Background/Objectives: Smith–Magenis syndrome (SMS) is a rare neurogenetic disorder caused by a microdeletion in chromosome region 17p11.2 or by pathogenic variants in the RAI1 gene. The syndrome is characterized by a distinctive neurobehavioral profile, including cognitive deficits, sleep disturbances, self-injurious behavior, and typical dysmorphic features. A characteristic diagnostic hallmark is paradoxical melatonin secretion, with increased daytime levels instead of the normal nocturnal peak. This article aims to summarize current knowledge on the etiology, diagnostics, EEG findings, therapy, and prognosis of SMS from a neuropediatric perspective. Methods: A narrative review of the literature on Smith–Magenis syndrome was conducted, focusing on genetic background, clinical features, diagnostic approaches, EEG characteristics, therapeutic strategies, and prognosis. In addition, a detailed clinical case of a 16-year-old female patient with SMS is presented. Results: The reviewed data confirm that SMS is associated with characteristic neurobehavioral abnormalities and sleep–wake rhythm disturbances.
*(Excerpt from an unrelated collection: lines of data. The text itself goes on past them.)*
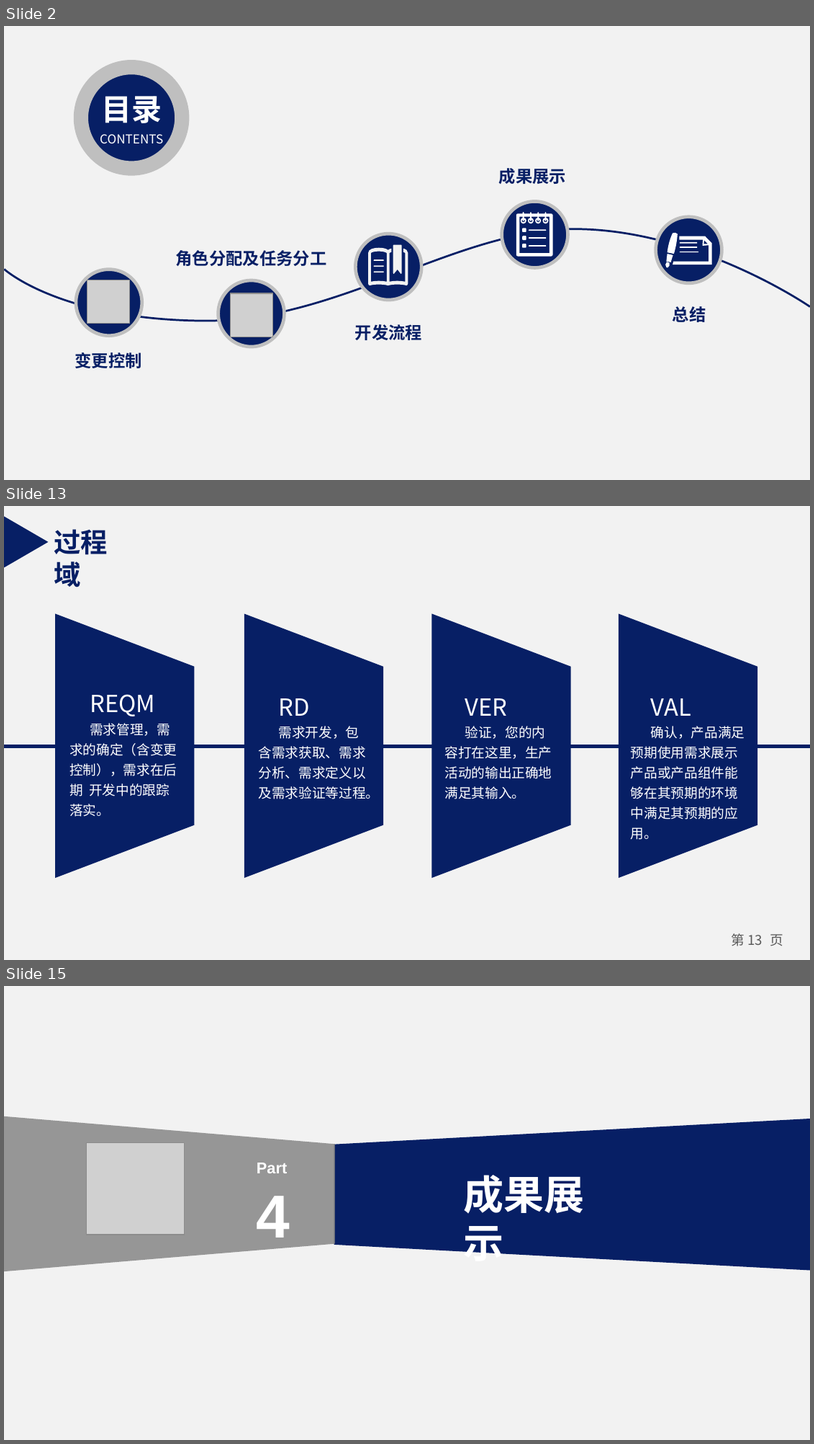
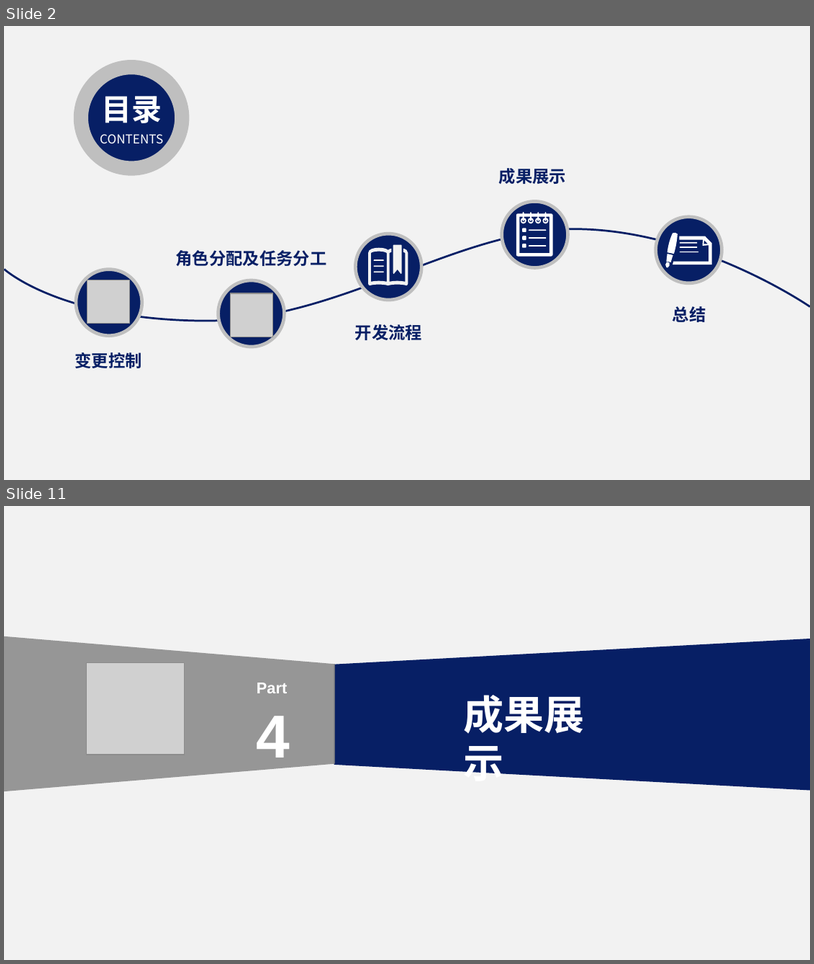
Before and after one commit to NillsWang/OlineEducationSys, a slide deck: practical_exloir/精化阶段/8组 阶段评审 刘杰 .pptx. Shown one above the other, each under a label of ours: slides 2, 13 and 15 before the commit, slides 2 and 11 after it; the slides between them are not shown. The pictures are 814x1444 and 814x964 pixels, drawn with LibreOffice and Linux fonts; fonts in the diff are those of the drawing; grey boxes stand for pictures. Boxes give left, top, right and bottom in pixels: in the first picture for what was removed or moved away, otherwise in the second. Text is boxed around its words. In the diff, an @@ line names an element or a change of style, - is before the commit and + after.

```diff
--- a/practical_exloir/精化阶段/8组 阶段评审 刘杰 .pptx
+++ b/practical_exloir/精化阶段/8组 阶段评审 刘杰 .pptx
@@ slide 13 removed at [4,506,810,960], background #F2F2F2 @@
@@ triangle removed at [5,516,49,568] @@
@@ text removed at [54,529,108,587] @@
-过程域
@@ freeform shape removed at [56,614,195,878] @@
@@ freeform shape removed at [244,614,384,878] @@
@@ freeform shape removed at [432,614,571,878] @@
@@ freeform shape removed at [618,614,758,878] @@
@@ text removed at [70,694,177,816] @@
-REQM
-需求管理，需求的确定（含变更控制），需求在后期 开发中的跟踪落实。
@@ text removed at [259,698,380,799] @@
-RD
-需求开发，包含需求获取、需求分析、需求定义以及需求验证等过程。
@@ text removed at [445,698,552,799] @@
-VER
-验证，您的内容打在这里，生产活动的输出正确地满足其输入。
@@ text removed at [631,698,746,839] @@
-VAL
-确认，产品满足预期使用需求展示产品或产品组件能够在其预期的环境中满足其预期的应用。
@@ line removed from (4, 746) to (810, 746) @@
@@ page number removed at [732,933,784,946] @@
-第 13 页
@@ what was slide 15 is now slide 11 @@
```
Also in this commit, not shown: 9 slides changed, 4 slides added, 7 other slides removed, 1 other file.

EEG findings may include epileptiform activity without overt epilepsy. In the presented case, “Rolandic-type” spike–sharp wave complexes were observed on EEG and are interpreted as an expression of congenital disturbances in brain maturation processes. Therapeutic recommendations addressing behavioral symptoms and sleep regulation are discussed. Conclusions: Smith–Magenis syndrome represents a complex neurodevelopmental disorder with distinctive clinical, neurophysiological, and genetic features. Early recognition of characteristic signs, including sleep disturbances and EEG abnormalities, is essential for appropriate management. A multidisciplinary, individualized therapeutic approach may improve quality of life and long-term outcomes.